这简直一目了然。甘栾准备说:我只见过一个人吃出芥末夹心。结果他没说,因为他发现他想不起那个人是谁了。夜,或者月,不但能改变甘岚,也能影响他吧。抓不住记忆的恍惚感将他推离现实,他像是浮在水中央,身侧水光荡漾,一轮巨大的满月几乎占据夜空,它是如此接近,几乎要与他融入一体。满月在吸走他的气息,他的记忆,他的理想,他的爱意……他是月下的……妖魔。甘岚将糖一股脑倒进嘴,咕吱咕吱嚼木头似的,于是甘栾便醒了,默默看着甘岚奢侈。甘岚问他:“坏血统。你不是喜欢坏血统?”
这个喜好,他自认没对甘岚提起过。
“谁会告诉你这种事?”
“你啊。”甘岚摸走他手中铁盒,低头看扉页:“你说你喜欢坏血统,因为它像你,还因为你的血统也是坏掉的。”
没错,甘岚说的全对。待在老宅的这几天,他或许泄露了自己。全因他思虑太深,反而未设防备。对于甘岚的视线,他有时甚至没能察觉。譬如今天下午那个电话,他都不知甘岚是何时开始注视的。在老宅的甘岚,和医院里的甘岚,完全是两回事。前者的狡猾,只是一种幼稚的发泄,起码真诚;后者就是只养大的狐狸,同时有猫的习性,窥探别人,保留自己。所以甘栾的追问,总是得不到答案。

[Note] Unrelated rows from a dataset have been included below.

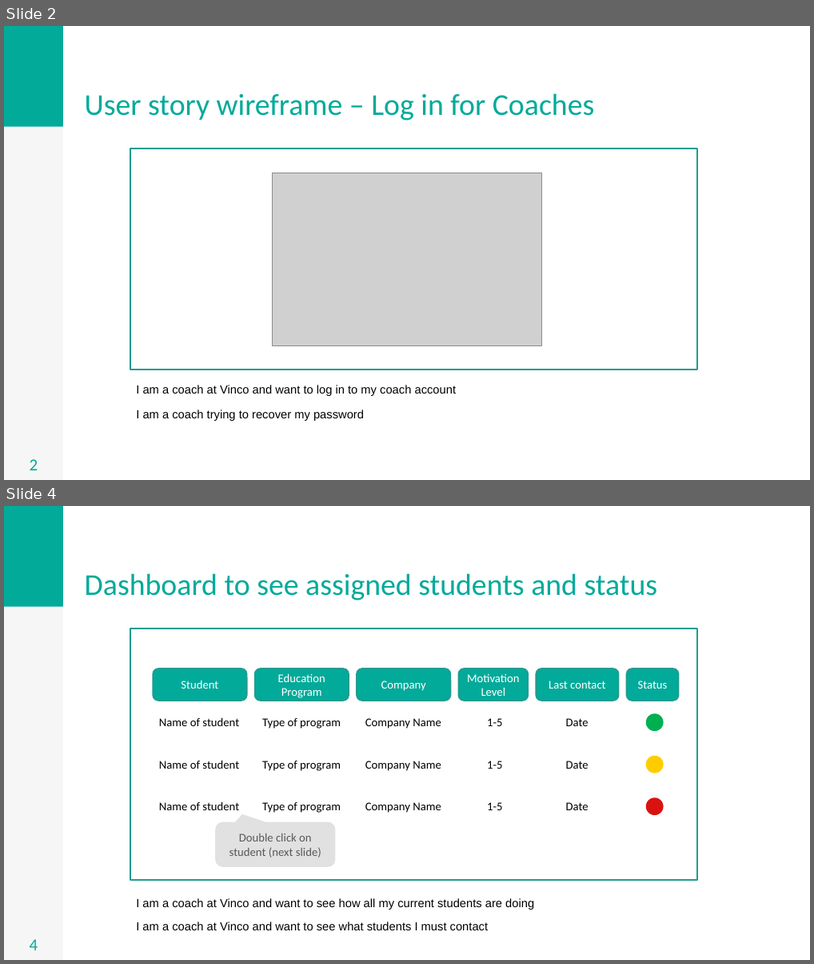
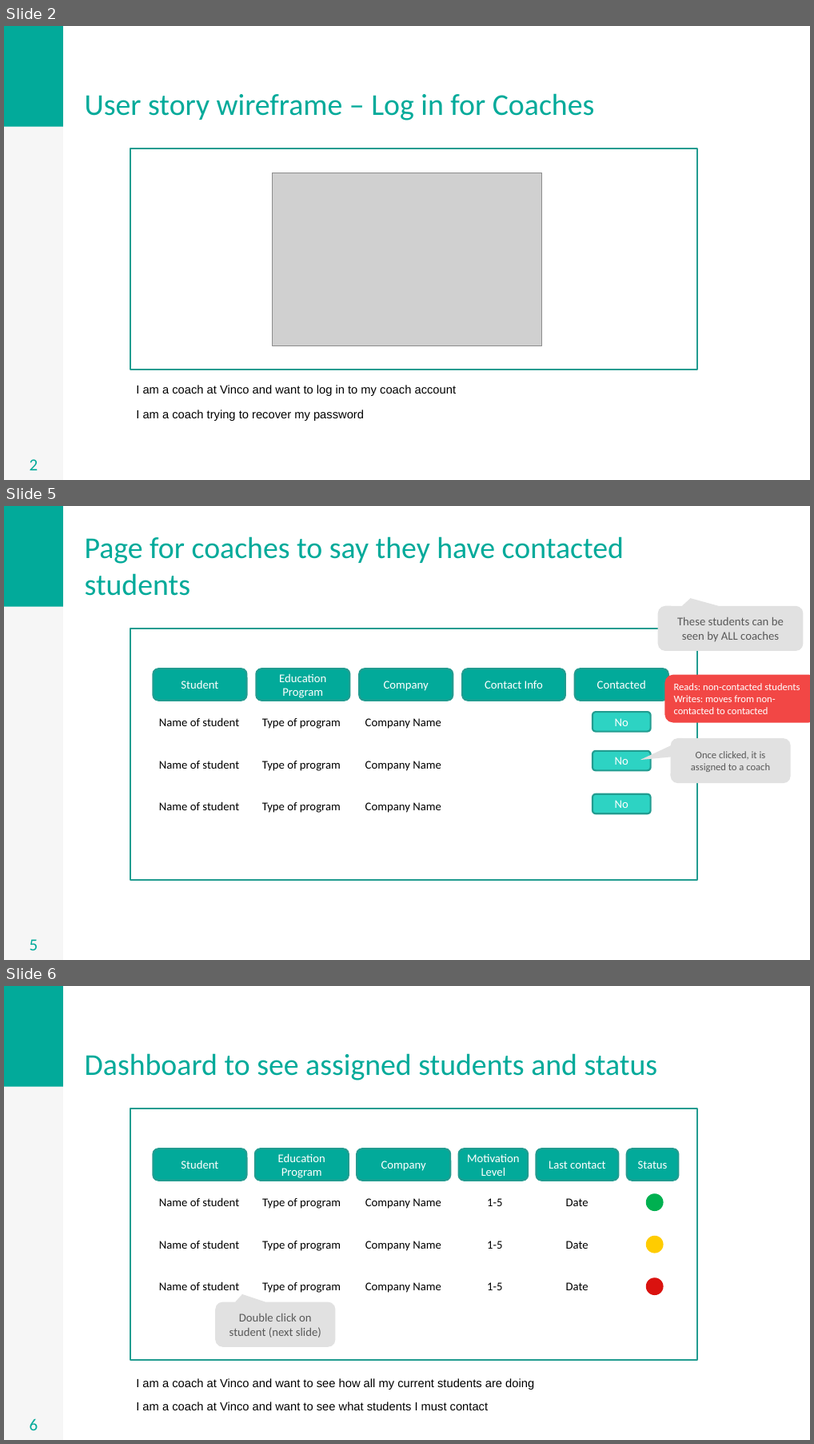
Before and after one commit to seismo2003/final, a slide deck: assets/Wireframe and user stories Vinco.pptx. Shown one above the other, each under a label of ours: slides 2 and 4 before the commit, slides 2, 5 and 6 after it; the slides between them are not shown. The pictures are 814x964 and 814x1444 pixels, drawn with LibreOffice and Linux fonts; fonts in the diff are those of the drawing; grey boxes stand for pictures. Boxes give left, top, right and bottom in pixels: in the first picture for what was removed or moved away, otherwise in the second. Text is boxed around its words. In the diff, an @@ line names an element or a change of style, - is before the commit and + after.

```diff
--- a/assets/Wireframe and user stories Vinco.pptx
+++ b/assets/Wireframe and user stories Vinco.pptx
@@ slide 5 added at [4,506,810,960], background #FFFFFF; not listed: 2 template elements that a slide beside it also shows @@
@@ title added at [85,536,624,596], 36 pt, text #02AA9A @@
+Page for coaches to say they have contacted students
@@ rounded speech box added at [658,606,804,651], fill #E1E1E1, 14 pt, text #5A5A5A @@
+These students can be seen by ALL coaches
@@ rectangle added at [130,628,698,880], fill #FFFFFF, outline #219C90 2 pt @@
@@ rounded rectangle added at [154,668,247,700], fill #02AA9A, outline #219C90 2 pt, 14 pt, text #FFFFFF @@
+Student
@@ rounded rectangle added at [256,668,350,700], fill #02AA9A, outline #219C90 2 pt, 14 pt, text #FFFFFF @@
+Education Program
@@ rounded rectangle added at [360,668,454,700], fill #02AA9A, outline #219C90 2 pt, 14 pt, text #FFFFFF @@
+Company
@@ rounded rectangle added at [462,668,566,700], fill #02AA9A, outline #219C90 2 pt, 14 pt, text #FFFFFF @@
+Contact Info
@@ rounded rectangle added at [575,668,669,700], fill #02AA9A, outline #219C90 2 pt, 14 pt, text #FFFFFF @@
+Contacted
@@ rounded rectangle added at [666,676,810,721], fill #F24745, outline #F24745 2 pt, 12 pt, text #FFFFFF @@
+Reads: non-contacted students
+Writes: moves from non-contacted to contacted
@@ text added at [159,717,239,726], 14 pt, text #000000 @@
+Name of student
@@ text added at [262,718,341,728], 14 pt, text #000000 @@
+Type of program
@@ text added at [366,718,442,728], 14 pt, text #000000 @@
+Company Name
@@ rounded rectangle added at [594,712,651,731], fill #2DD3C3, outline #219C90 2 pt, 14 pt, text #FFFFFF @@
+No
@@ rounded speech box added at [671,738,792,783], fill #E1E1E1, 12 pt, text #5A5A5A @@
+Once clicked, it is assigned to a coach
@@ text added at [159,760,239,768], 14 pt, text #000000 @@
+Name of student
@@ text added at [262,760,341,771], 14 pt, text #000000 @@
+Type of program
@@ text added at [366,760,442,771], 14 pt, text #000000 @@
+Company Name
@@ rounded rectangle added at [594,751,651,770], fill #2DD3C3, outline #219C90 2 pt, 14 pt, text #FFFFFF @@
+No
@@ text added at [159,801,239,810], 14 pt, text #000000 @@
+Name of student
@@ text added at [262,802,341,812], 14 pt, text #000000 @@
+Type of program
@@ text added at [366,802,442,812], 14 pt, text #000000 @@
+Company Name
@@ rounded rectangle added at [594,794,651,813], fill #2DD3C3, outline #219C90 2 pt, 14 pt, text #FFFFFF @@
+No
@@ page number added at [30,939,38,950], 20 pt, text #02AA9A @@
+5
@@ what was slide 4 is now slide 6 @@
@@ page number at [30,1418,38,1430]: text changed @@
-4
+6
```
Also in this commit, not shown: 1 slide changed, 1 other slide added.

甘岚晃了晃那个铁盒子:“这个结局不错,可不可以把它给我。”他是指扉页的那句话。
如果你不是主导,那么和哪种人沟通,就要用哪种人的逻辑。要撬开电波系的脑子,或许他也要假装自己陷进去。走进那个被月光支配的世界,要么把甘岚抓出来,要么替代月光。
他们又相对而坐,甘栾认真注视甘岚,蛛丝马迹都不放过。他说:“如果是这种结局,那就拿去吧,你想要的都拿去。”
听到这里,甘岚乐呵呵地把盒子从领口塞进去,让盒子待到心脏位置,双手停在胸口,像是捧着掏出来的心脏:“如果不能一起死,活着的那个就输了。”